Bruce Bialosky

This is part two of a column on the state of Republicanism and how they should move forward.

In 1973, the Supreme Court issued one of their worst rulings ever in Roe v. Wade. Largely made from “whole cloth,” the ruling has started a 40-year fight over abortion that unnecessarily has divided this country. If Republican principles were in place on this issue, then there would be a heated discussion; but the core of the fight would be defused and the issue would be handled at the state level where it properly belongs and where other issues should be handled.

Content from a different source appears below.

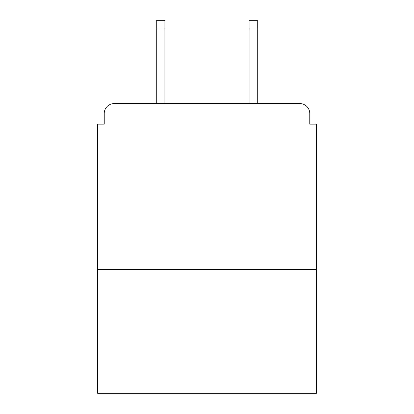 <?xml version="1.0" encoding="UTF-8"?>
<svg xmlns="http://www.w3.org/2000/svg" width="414" height="414" viewBox="0 0 414 414"><rect width="100%" height="100%" fill="white"/><g stroke="black" fill="none" stroke-linecap="round" stroke-linejoin="round"><path stroke-width="0.62" d="M316.394 269.323L316.394 124.128L309.765 124.128L309.765 113.519A9.946 9.946 0 0 0 299.819 103.572L114.181 103.572A9.946 9.946 0 0 0 104.235 113.519L104.235 124.128L97.606 124.128L97.606 393.3L316.394 393.3L316.394 269.323L97.606 269.323M104.235 113.519L104.235 124.128M299.819 103.572L258.714 103.572M155.286 103.572L114.181 103.572M309.765 124.128L309.765 113.519M164.901 28.985L156.28 28.985L156.28 20.7L164.901 20.7L164.901 103.572M156.28 28.985L156.28 103.572M257.72 20.7L257.72 28.985L249.099 28.985L249.099 20.7L257.72 20.7M249.099 103.572L249.099 28.985M257.72 103.572L257.72 28.985"/></g></svg>
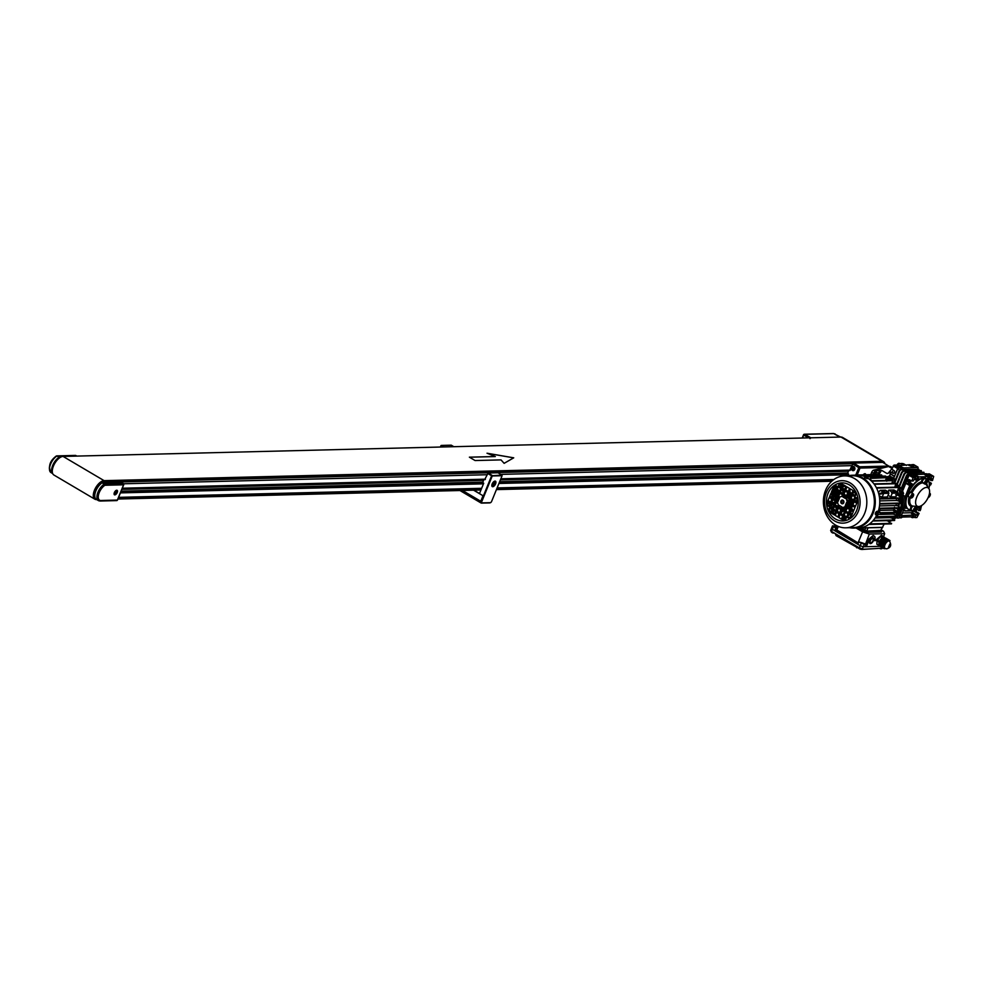 <?xml version="1.0" encoding="UTF-8"?>
<svg xmlns="http://www.w3.org/2000/svg" width="983" height="983" viewBox="0 0 983 983"><rect width="100%" height="100%" fill="white"/><g stroke="black" fill="none" stroke-linecap="round" stroke-linejoin="round"><path stroke-width="1.47" d="M840.035 437.079L810.852 437.804L809.992 438.664M840.686 437.054L833.768 433.614L804.733 434.339L810.852 437.804M808.567 437.853L803.873 435.199L804.733 434.339A0.946 0.799 -91.4 0 0 803.676 434.769L802.73 438M873.334 474.568A4.743 2.298 -59.4 0 1 877.106 472.59A4.743 2.298 -59.4 0 0 873.334 474.568M874.403 474.543A4.743 2.298 -59.4 0 1 877.819 473.007A4.743 2.298 -59.4 0 1 878.507 474.973A4.743 2.298 -59.4 0 0 877.819 473.007L877.106 472.59L877.819 473.007A4.743 2.298 -59.4 0 0 874.403 474.543M928.099 497.619A2.371 1.155 120.6 0 0 930.127 495.481A2.371 1.155 120.6 0 0 930.029 493.466A2.371 1.155 120.6 0 0 929.451 493.429M913.588 509.427A2.371 1.155 120.6 0 0 913.674 511.443A2.371 1.155 120.6 0 0 916.181 509.366A2.371 1.155 120.6 0 0 916.082 507.363A2.371 1.155 120.6 0 0 913.588 509.427M913.674 511.443L911.536 510.177A2.371 1.155 -59.4 0 1 911.45 508.174A2.371 1.155 -59.4 0 1 913.195 506.11A13.025 6.316 -59.4 0 1 913.133 506.11A13.025 6.316 -59.4 0 1 910.221 497.57M910.811 495.96A2.371 1.155 120.6 0 0 910.897 497.963A2.371 1.155 120.6 0 0 913.404 495.899A2.371 1.155 120.6 0 0 913.305 493.884A2.371 1.155 120.6 0 0 910.811 495.96M910.897 497.963L908.759 496.698A2.371 1.155 -59.4 0 1 908.661 494.695A2.371 1.155 -59.4 0 1 911.167 492.618L913.305 493.884M924.757 482.063A2.371 1.155 120.6 0 0 924.843 484.078A2.371 1.155 120.6 0 0 927.35 482.002A2.371 1.155 120.6 0 0 927.252 479.999A2.371 1.155 120.6 0 0 924.757 482.063M923.455 482.8L922.705 482.813A2.371 1.155 -59.4 0 1 922.607 480.81A2.371 1.155 -59.4 0 1 925.114 478.733L927.252 479.999M910.909 509.944A17.768 8.626 -59.4 0 1 908.575 509.329A17.768 8.626 -59.4 0 1 907.887 494.277A17.768 8.626 -59.4 0 1 924.106 478.119A2.482 1.204 120.6 0 0 921.833 480.38L921.28 481.756A13.971 6.783 -59.4 0 0 910.995 491.991L910.16 492.016A2.482 1.204 120.6 0 0 907.887 494.277A2.482 1.204 120.6 0 0 907.985 496.378A2.482 1.204 120.6 0 0 908.341 496.464M908.403 509.219A17.768 8.626 -59.4 0 1 908.218 509.12A17.768 8.626 -59.4 0 1 907.53 494.068A17.768 8.626 -59.4 0 1 926.293 478.524A17.768 8.626 -59.4 0 1 926.465 478.635M913.133 506.11L918.355 506.515A10.653 5.173 -59.4 0 1 916.77 497.128A10.653 5.173 -59.4 0 1 923.074 488.784A10.653 5.173 -59.4 0 1 928.91 488.662A10.653 5.173 -59.4 0 1 928.444 496.833A10.653 5.173 -59.4 0 1 918.355 506.515A17.768 8.626 -59.4 0 1 916.426 507.978M892.453 467.625L890.93 466.716A9.953 4.829 120.6 0 0 888.669 466.495L873.666 470.157A2.371 1.155 120.6 0 0 871.7 472.282L870.729 474.642M865.753 474.764A2.838 1.376 120.6 0 0 865.323 473.781A2.838 1.376 120.6 0 0 863.185 474.826M853.563 470.353A1.892 1.585 -91.4 0 0 853.994 470.402L853.17 470.427A1.892 1.585 -91.4 0 0 853.084 466.63A1.892 1.585 -91.4 0 0 853.17 470.427M854.731 469.481A2.126 1.782 -91.4 0 0 851.524 467.576A2.126 1.782 -91.4 0 0 854.731 469.481M853.465 466.434A2.126 1.782 -91.4 0 0 853.035 466.63L853.858 466.618A1.892 1.585 -91.4 0 0 853.465 466.679M925.789 483.955A13.025 6.316 -59.4 0 1 926.035 484.287L928.91 488.662A17.768 8.626 -59.4 0 0 926.65 478.733L926.293 478.524M911.905 493.061A13.025 6.316 -59.4 0 1 922.705 482.813L924.843 484.078M925.433 478.918A2.482 1.204 120.6 0 0 925.175 478.635A2.482 1.204 120.6 0 0 922.545 480.81L921.993 482.174A13.971 6.783 -59.4 0 0 911.708 492.409L910.995 491.991M921.993 482.174L921.28 481.756M911.855 510.361A2.482 1.204 120.6 0 1 911.474 510.275A2.482 1.204 120.6 0 1 911.376 508.174L911.941 506.81A13.971 6.783 -59.4 0 1 911.216 506.491A13.971 6.783 -59.4 0 1 909.766 497.3M910.872 506.257A13.971 6.783 -59.4 0 1 910.504 506.061A13.971 6.783 -59.4 0 1 909.054 496.894L909.078 496.894M911.192 506.466L910.663 507.744A2.482 1.204 120.6 0 0 910.762 509.858A2.482 1.204 120.6 0 0 911.118 509.944M915.787 506.319A13.971 6.783 -59.4 0 1 914.903 506.663M926.477 483.39A13.971 6.783 -59.4 0 1 927.485 486.511M924.745 478.549A2.482 1.204 120.6 0 0 924.462 478.205A2.482 1.204 120.6 0 0 924.106 478.119A17.768 8.626 -59.4 0 1 926.65 478.733M878.237 473.425A19.893 9.658 -59.4 0 1 880.19 470.046L881.567 470.304A18.947 9.191 120.6 0 0 878.913 474.961M880.19 470.046L875.448 471.201A2.371 1.155 120.6 0 0 873.482 473.327L872.965 474.58M852.789 463.939L853.649 463.079L859.67 466.79L858.798 467.65L852.789 463.939L849.619 470.488M884.798 467.441L860.027 468.055A0.946 0.799 88.6 0 0 859.67 466.79L888.718 466.065L882.697 462.354L853.649 463.079M882.697 462.354L888.718 466.065A0.946 0.799 -91.4 0 1 889.037 466.421M499.511 482.051L847.604 473.376L848.636 474.125L847.936 475.809M847.592 473.401L848.784 470.513M853.944 467.871L853.06 467.343L852.31 469.186L853.195 469.714L853.944 467.871M853.772 467.773L853.772 469.247M853.6 469.149L852.31 469.186M853.527 467.969L852.236 468.006M865.593 474.764A2.605 1.266 120.6 0 0 865.2 473.99A2.605 1.266 120.6 0 0 863.344 474.826M881.038 462.391A9.953 4.829 -59.4 0 1 883.766 462.489A9.953 4.829 -59.4 0 1 883.938 462.6M891.95 468.854A18.947 9.191 120.6 0 0 888.448 473.069L887.096 473.573L881.567 470.304M906.412 465.426A18.947 9.191 120.6 0 0 906.203 465.291A18.947 9.191 120.6 0 0 899.863 465.586M893.621 470.316A18.947 9.191 120.6 0 0 892.134 471.987M890.438 474.187A18.947 9.191 120.6 0 0 888.976 476.399M906.203 465.291L904.249 464.136A18.947 9.191 120.6 0 0 896.361 465.266M888.448 473.069L887.096 473.573L888.251 473.29M897.086 464.836A2.371 1.155 -59.4 0 1 899.298 463.349L899.9 463.706M911.708 492.409L910.872 492.434A2.482 1.204 120.6 0 0 908.747 494.375A2.482 1.204 120.6 0 0 908.697 496.808A2.482 1.204 120.6 0 0 909.054 496.894M925.986 483.083L926.858 480.97L925.298 482.051L925.236 483.108L925.986 483.083L925.261 482.665M912.163 494.879L911.29 496.993L912.851 495.911L912.912 494.854L912.163 494.879M914.94 508.346L914.079 510.472L915.628 509.378L915.689 508.334L914.94 508.346M928.542 496.562L929.574 495.493L929.23 494.449M914.608 508.776L915.628 509.378M914.104 510.03L914.817 510.447M911.831 495.309L912.851 495.911M911.315 496.55L912.04 496.98M925.777 481.412L926.797 482.014M109.42 482.567A1.044 0.872 -91.4 0 0 109.162 482.334L107.749 481.535L107.196 482.616M110.231 482.506A1.892 1.585 -91.4 0 0 109.482 481.572L110.551 482.211L852.9 463.718M104.8 481.179L105.66 481.154M106.533 481.142A1.18 0.995 88.6 0 1 106.557 482.223L106.508 482.358M49.469 469.247A9.007 4.362 -59.4 0 1 56.043 456.419L56.989 455.989L59.127 457.255A9.953 4.829 120.6 0 0 52.713 465.389A9.953 4.829 120.6 0 0 52.64 473.474M59.889 457.23L59.127 457.255M75.998 455.657L56.989 455.989A9.953 4.829 120.6 0 0 50.575 464.123A9.953 4.829 120.6 0 0 50.956 472.553L52.689 473.573M62.175 456.554A9.953 4.829 120.6 0 0 53.07 465.598A9.953 4.829 120.6 0 0 52.48 472.97M106.742 482.628A9.953 4.829 120.6 0 0 106.017 481.965A9.953 4.829 120.6 0 0 95.511 490.677A9.953 4.829 120.6 0 0 95.892 499.106A9.953 4.829 120.6 0 0 96.076 499.192M117.088 492.532A2.371 1.155 120.6 0 0 116.989 490.517A2.371 1.155 120.6 0 0 114.495 492.594A2.371 1.155 120.6 0 0 114.581 494.596A2.371 1.155 120.6 0 0 117.088 492.532M114.36 492.594A2.605 1.266 120.6 0 0 114.458 494.805A2.605 1.266 120.6 0 0 117.21 492.52A2.605 1.266 120.6 0 0 117.112 490.32A2.605 1.266 120.6 0 0 114.36 492.594M116.277 500.507A0.946 0.799 -91.4 0 0 116.645 500.605L100.18 501.023A0.946 0.799 -91.4 0 1 99.811 500.925A9.953 4.829 -59.4 0 1 98.386 500.58L96.248 499.315A9.953 4.829 -59.4 0 1 95.867 490.886A9.953 4.829 -59.4 0 1 102.281 482.739L121.118 482.309M104.911 485.27A9.007 4.362 120.6 0 0 98.619 494.4A9.007 4.362 120.6 0 0 100.868 500.494L117.346 500.077L123.575 484.803L104.911 485.27L102.281 482.739M116.535 492.544L116.596 491.488L115.847 491.512L114.986 493.626L116.535 492.544L115.527 491.942M115.011 493.183L115.736 493.613M903.217 509.329A18.947 15.851 88.6 0 0 903.279 509.182A18.947 15.851 88.6 0 0 904.323 495.96L902.763 496.01A18.947 15.851 88.6 0 1 902.025 508.42A18.947 15.851 -91.4 0 0 900.993 491.07A18.947 15.851 88.6 0 1 902.05 493.54L903.61 493.491L902.222 494.056M902.898 495.997L902.406 494.633M896.054 483.857A18.947 15.851 88.6 0 1 903.61 493.491M899.433 515.153A18.947 15.851 88.6 0 1 896.017 517.832M903.844 495.973L902.677 493.871M903.955 495.69L903.008 495.715M894.899 483.341A21.319 17.841 88.6 0 0 894.149 482.764L893.719 482.764M892.306 512.929L891.925 513.581L895.943 515.067L899.15 515.117A25.816 21.601 88.6 0 0 901.399 509.599L899.605 508.248L901.841 509.698A26.049 21.798 88.6 0 1 899.58 515.215L901.399 515.166A26.049 21.798 -91.4 0 0 903.647 509.649L900.711 507.412A22.031 18.431 -91.4 0 0 901.374 503.505M889.124 521.764A22.031 18.431 -91.4 0 0 891.532 520.548M893.522 519.147A22.031 18.431 -91.4 0 0 895.98 516.739M896.729 515.817A22.031 18.431 -91.4 0 0 897.295 515.031M894.825 479.102A26.049 21.798 -91.4 0 0 890.18 476.362L888.374 476.411A26.049 21.798 88.6 0 1 893.006 479.151L894.825 479.102L893.645 482.997A22.031 18.431 -91.4 0 1 894.063 483.366M901.423 502.817A22.031 18.431 -91.4 0 0 901.35 498.442M901.227 497.41A22.031 18.431 -91.4 0 0 898.437 488.944M897.344 487.15A22.031 18.431 -91.4 0 0 895.636 484.951M901.841 509.698L903.647 509.649M893.903 516.788A22.031 18.431 88.6 0 1 892.367 518.397A22.031 18.431 88.6 0 0 893.903 516.788M889.455 520.609A22.031 18.431 88.6 0 1 888.3 521.248A22.031 18.431 88.6 0 0 889.455 520.609M893.006 479.151L891.913 483.415M892.048 483.046L893.645 482.997M897.504 491.389A22.031 18.431 88.6 0 1 898.88 495.936A22.031 18.431 88.6 0 0 897.504 491.389M899.273 498.492A22.031 18.431 88.6 0 1 899.408 501.514A22.031 18.431 88.6 0 0 899.273 498.492M899.298 503.566A22.031 18.431 88.6 0 1 898.867 506.466A22.031 18.431 88.6 0 0 899.298 503.566M846.719 499.278A2.838 2.384 88.6 0 1 848.083 501.871A2.851 2.384 88.6 0 0 846.707 499.266M847.813 503.185A2.838 2.384 88.6 0 1 846.609 504.476L846.609 504.476A2.851 2.384 88.6 0 0 847.813 503.185M849.238 504.033A4.743 3.969 88.6 0 1 848.378 505.36M842.075 503.701A4.743 3.969 88.6 0 1 841.989 500.163M847.936 506.442A4.743 3.969 -91.4 0 0 848.722 506.147M850.258 508.26L848.562 505.938L850.541 507.584M850.737 507.081L849.029 505.569M849.582 505.532A4.743 3.969 -91.4 0 0 850.295 504.66M850.836 503.505A4.743 3.969 -91.4 0 0 851.081 501.871L852.925 501.76M856.414 501.539L857.164 501.502M843.512 517.427A17.289 14.462 -91.4 0 0 846.068 518.508L843.439 517.439M842.591 519.688L843.5 517.463M832.97 503.456L834.555 503.333M841.411 486.597L840.232 484.508M842.935 486.216L844.52 485.43A17.289 14.462 -91.4 0 0 842.923 486.266M843.426 502.596L843.414 502.596A2.838 2.384 88.6 0 1 843.525 500.679A2.851 2.384 88.6 0 0 843.414 502.596M852.949 501.711L850.541 501.858L850.504 501.183L852.998 500.998M855.21 500.826L857.065 500.691M857.127 501.158L855.886 501.232M852.925 510.017L851.622 508.26M851.438 510.607L850.774 512.991L852.028 514.748L849.3 513.298L850.602 510.116L853.281 511.701L851.978 514.883L849.3 513.298M851.131 514.22L850.455 513.237L851.131 510.423M844.176 512.303L844.336 511.664M844.643 510.374L845.454 507.056M844.95 506.81L844.164 510.091M843.205 511L840.834 512.966M841.227 512.02L842.701 510.693M843.611 509.759L844.299 507.081M830.094 503.235L827.919 503.529L830.033 503.591M836.005 503.149L837.762 502.977M841.141 502.657L841.804 502.596M841.792 502.534L841.116 502.596M837.713 502.804L836.128 502.854M834.739 502.891L832.232 503.013M827.883 503.235L829.333 502.768M831.802 502.583L834.96 502.35M836.373 502.239L837.221 502.178M841.006 501.895L841.743 501.846M843.869 497.41L843.328 496.059M837.639 490.419L837.209 489.399M836.57 487.629L836.115 486.007M836.558 485.983L836.816 487.015M837.418 488.858L839.445 491.414M843.758 495.518L844.458 497.324M844.962 497.177L844.495 495.96M843.291 492.827L841.878 489.141M848.403 496.796L850 493.945M850.012 492.483L849.656 491.439M849.828 491.009L850.516 492.778M850.541 494.265L848.919 497.103M849.337 497.349L850.959 494.523M851.585 493.417L852.716 491.439M844.041 497.521A4.743 3.969 88.6 0 1 845.589 497.103A4.743 3.969 88.6 0 1 845.97 497.115L845.589 497.103M848.12 498.098A4.743 3.969 88.6 0 1 849.287 499.831M850.676 499.757A4.743 3.969 88.6 0 1 851.032 501.146M835.218 533.609L836.078 535.649L859.203 548.637M861.329 549.35L877.561 548.502M856.623 547.789L857.004 546.474M883.09 548.109L861.735 549.485M836.078 535.649L835.857 533.99M883.09 536.46A5.21 2.531 120.6 0 0 882.611 535.968A5.21 2.531 120.6 0 0 877.119 540.527L874.514 540.589A5.21 2.531 120.6 0 0 874.317 536.177A5.21 2.531 120.6 0 0 868.812 540.736L866.908 545.405L865.47 545.442L865.986 544.164L864.315 544.213L863.283 546.757L860.199 545.737L863.283 546.757L880.08 546.339L863.283 546.757L862.41 548.87L859.339 547.85L831.52 531.422L830.623 530.501L831.483 528.375L832.38 529.296L831.483 528.375L832.527 525.831L836.263 526.175M864.315 544.213L861.243 543.181L860.199 545.737L832.38 529.296L860.199 545.737L859.339 547.85M841.903 485.393A20.127 16.846 -91.4 0 0 841.141 486.106M837.246 491.66A20.127 16.846 -91.4 0 0 836.779 492.729A20.127 16.846 -91.4 0 0 836.263 494.093M837.147 511.172A20.127 16.846 -91.4 0 0 837.16 511.209L838.18 508.014L840.858 509.599L839.556 512.782L836.877 511.197M838.29 513.347A20.127 16.846 -91.4 0 0 838.917 514.33M843.009 518.655A20.127 16.846 -91.4 0 0 844.102 519.429M838.843 514.514A21.319 17.841 88.6 0 1 838.069 513.224M840.944 485.774A21.319 17.841 88.6 0 1 842.284 484.472M835.538 489.165A26.049 21.798 88.6 0 1 836.435 487.347L836.484 487.371M834.358 492.999L834.186 492.864A26.049 21.798 88.6 0 1 835.034 490.345M836.152 494.363L835.403 493.798M880.166 548.428L881.898 548.391M880.399 548.661A3.072 2.568 -91.4 0 0 880.903 548.809L880.67 548.821A3.072 2.568 88.6 0 1 880.166 548.661L879.539 548.403M877.844 511.602A1.892 0.922 -59.3 0 1 878.114 511.664A1.892 0.922 -59.3 0 1 878.384 512.475A1.892 0.922 -59.3 0 1 878.188 513.273A1.892 0.922 -59.3 0 1 877.02 514.773A1.892 0.922 -59.3 0 1 876.455 514.994A1.892 0.922 -59.3 0 1 876.172 514.92A1.892 0.922 -59.3 0 1 876.111 513.323A1.892 0.922 -59.3 0 1 877.844 511.602A3.084 2.58 88.6 0 1 877.868 512.659L877.5 513.396A3.072 0.786 -157.7 0 1 877.069 513.347L876.922 513.716A3.072 0.786 22.3 0 0 877.352 513.765L877.733 513.753A3.072 0.786 22.3 0 0 877.966 513.691L878.114 513.31A3.072 0.786 -157.7 0 1 877.88 513.384L877.868 512.659M875.951 514.613A1.892 0.922 -59.3 0 1 875.558 514.564A1.892 0.922 -59.3 0 1 875.497 512.954A1.892 0.922 -59.3 0 1 877.5 511.307A1.892 0.922 -59.3 0 1 877.733 511.615M877.966 513.691L877.143 513.347M896.951 511.074A0.946 0.799 88.6 0 1 896.226 512.278M898.216 510.263L898.327 512.168L897 513.224M898.327 512.168L896.447 513.249M897.651 510.275L897.774 512.18M897.43 511.307A1.474 1.241 88.6 0 1 896.557 512.757M831.397 531.385L834.297 533.069M832.97 532.933A3.072 2.568 -91.4 0 0 833.473 533.081L833.24 533.093A3.072 2.568 88.6 0 1 832.748 532.946L832.245 532.7M894.604 511.221A0.946 0.799 88.6 0 1 895.734 510.509A0.946 0.799 88.6 0 1 895.906 512.069M894.628 511.234A0.848 0.713 88.6 0 1 895.648 510.595A0.848 0.713 88.6 0 1 895.808 512.008M834.346 526.421L835.857 527.158L834.346 526.421M861.808 542.653L863.32 543.39L861.808 542.653M869.857 540.711A3.318 1.61 -59.4 0 1 873.359 537.812A3.318 1.61 -59.4 0 1 873.482 540.625A3.318 1.61 -59.4 0 1 869.98 543.525A3.318 1.61 -59.4 0 1 869.857 540.711M872.732 538.549L872.646 537.726M872.965 540.638A2.371 1.155 -59.4 0 1 870.459 542.702A2.371 1.155 -59.4 0 1 870.373 540.699A2.371 1.155 -59.4 0 1 872.867 538.623A2.371 1.155 -59.4 0 1 872.965 540.638M880.965 530.402L866.773 531.103L860.641 528.043M881.112 530.083A2.605 0.664 -157.8 0 1 881.935 531.004A2.605 0.664 -157.8 0 1 881.481 531.176L867.485 531.52A2.605 0.664 -157.8 0 1 864.094 530.402L859.806 527.871M861.243 543.181L858.945 541.83L858.417 543.107L835.194 529.382L835.722 528.117L832.527 525.831M881.481 531.176L881.137 532.024A2.605 0.664 22.2 0 0 881.591 531.852L881.935 531.004M864.094 530.402L863.75 531.25L858.196 527.969M863.75 531.25A2.605 0.664 22.2 0 0 867.141 532.381L867.485 531.52M881.137 532.024L867.141 532.381M869.599 543.046L870.447 542.69L869.488 542.137M865.986 544.164L858.945 541.83M866.908 545.405L865.704 544.865M874.317 536.177L873.125 535.477L867.743 540.109L865.986 544.852M877.119 540.527L874.759 539.937M882.611 535.968L881.419 535.268L876.05 539.9M835.722 528.117L837.381 528.67L836.521 525.598M838.339 526.446L836.803 529.923L835.194 529.382M858.417 543.107L836.803 529.923M858.171 542.542L858.675 541.24M856.107 528.018L862.595 531.852L869.328 534.076L884.675 533.695L883.606 531.324L881.198 529.911M884.675 533.695L883.57 536.743M862.595 531.852L858.7 541.252M865.704 543.574L869.328 534.076M887.968 479.065A1.474 1.241 -91.4 0 0 886.74 478.844M888.177 478.856L886.445 478.623M888.042 478.512L888.927 478.954M858.859 547.605L859.24 548.465L862.165 548.87M861.71 549.288A3.084 2.58 88.6 0 1 860.813 549.313L860.014 549.104A3.072 1.487 -59.4 0 1 859.818 549.03A3.072 1.487 -59.4 0 1 859.744 548.993L859.425 548.809A3.072 1.487 120.6 0 0 859.707 548.919L859.683 548.846M885.757 479.679A0.946 0.799 88.6 0 1 887.182 480.392M885.622 480.06A0.946 0.799 88.6 0 0 885.622 480.429A0.848 0.713 88.6 0 1 886.568 479.434A0.848 0.713 88.6 0 1 887.047 480.392M892.662 479.372A25.816 21.601 88.6 0 0 890.414 477.836A25.816 21.601 88.6 0 0 888.03 476.632L886.592 476.669A25.816 21.601 88.6 0 1 888.988 477.873A25.816 21.601 88.6 0 1 891.237 479.409L892.662 479.372L892.392 480.257M894.518 507.216L893.854 509.563L897.467 511.32L898.216 509.489L896.336 508.334M894.309 491.045L892.871 490.689L894.309 491.045M884.454 491.291L883.017 490.935L884.454 491.291M889.369 480.331L891.237 479.409M886.592 476.669L884.405 477.775M892.871 516.812A22.031 18.431 88.6 0 1 891.765 518.004L894.628 520.474L872.757 520.99M888.423 520.634A22.031 18.431 88.6 0 1 887.846 520.965L891.483 523.878L869.55 524.394M901.399 509.599L899.973 509.636A25.816 21.601 88.6 0 1 897.725 515.153M899.973 509.636L898.216 509.489M898.265 503.591A22.031 18.431 88.6 0 1 897.946 505.864L900.637 508.223L878.974 508.764M876.922 487.801L898.757 487.113L896.975 492.778A22.031 18.431 88.6 0 1 897 492.815L896.951 492.79M897.233 493.552A22.031 18.431 88.6 0 1 897.676 495.174L901.976 497.889L879.552 498.197M898.241 498.516A22.031 18.431 88.6 0 1 898.364 500.851L901.657 502.964L879.711 503.517M876.431 515.682L876.455 515.682A25.816 21.601 -91.4 0 0 876.885 514.859M878.2 511.738A25.816 21.601 -91.4 0 0 878.704 510.165L878.605 510.165M876.529 515.547L877.684 515.522L878.138 513.458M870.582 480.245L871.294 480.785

Without being a constitutional scholar, it is difficult to cite each case which has enlarged the power of federal government since Marbury v. Madison. We can say authoritatively that too many things are handled by the federal government, now so large it is ineffective in enforcing the (too) many laws it has promulgated. The feds have stuck their nose into places they don’t belong and they collect too much revenue, which they then disburse to states with far too many strings attached. The interpretation of what is interstate commerce has been gravely abused and needs to be trimmed back so people at the state and local level can make decisions tailored more closely to the needs of their residents.

In last week’s column, we defined that people are voting with their feet and moving to states that are more aligned with their concepts of government and taxation. The Republican Party has stated its strong support of federalism. Governors of Red states have often asked the federal government to keep their noses out of the Governors’ state’s business. Then why can’t we live with that on certain social issues? If a state wants to adopt certain public policies and the people of the state can live with that, then the other states should stand aside. Here are a couple of examples that would help the image of the Republican Party.

Gay Marriage – Republicans may not be able to endorse the concept, but if the people of Maine Washington and Maryland wish to allow gays to marry that is their choice. Such an issue should be determined only after a vote of the people at a major election time (no voting when 12% of voter’s show up). Some egotistical judge should keep his or her hands off of this issue. They know no better than the rest of us as to whether this should be legal. But if Maine wants gay marriage, that is their choice by our Constitution.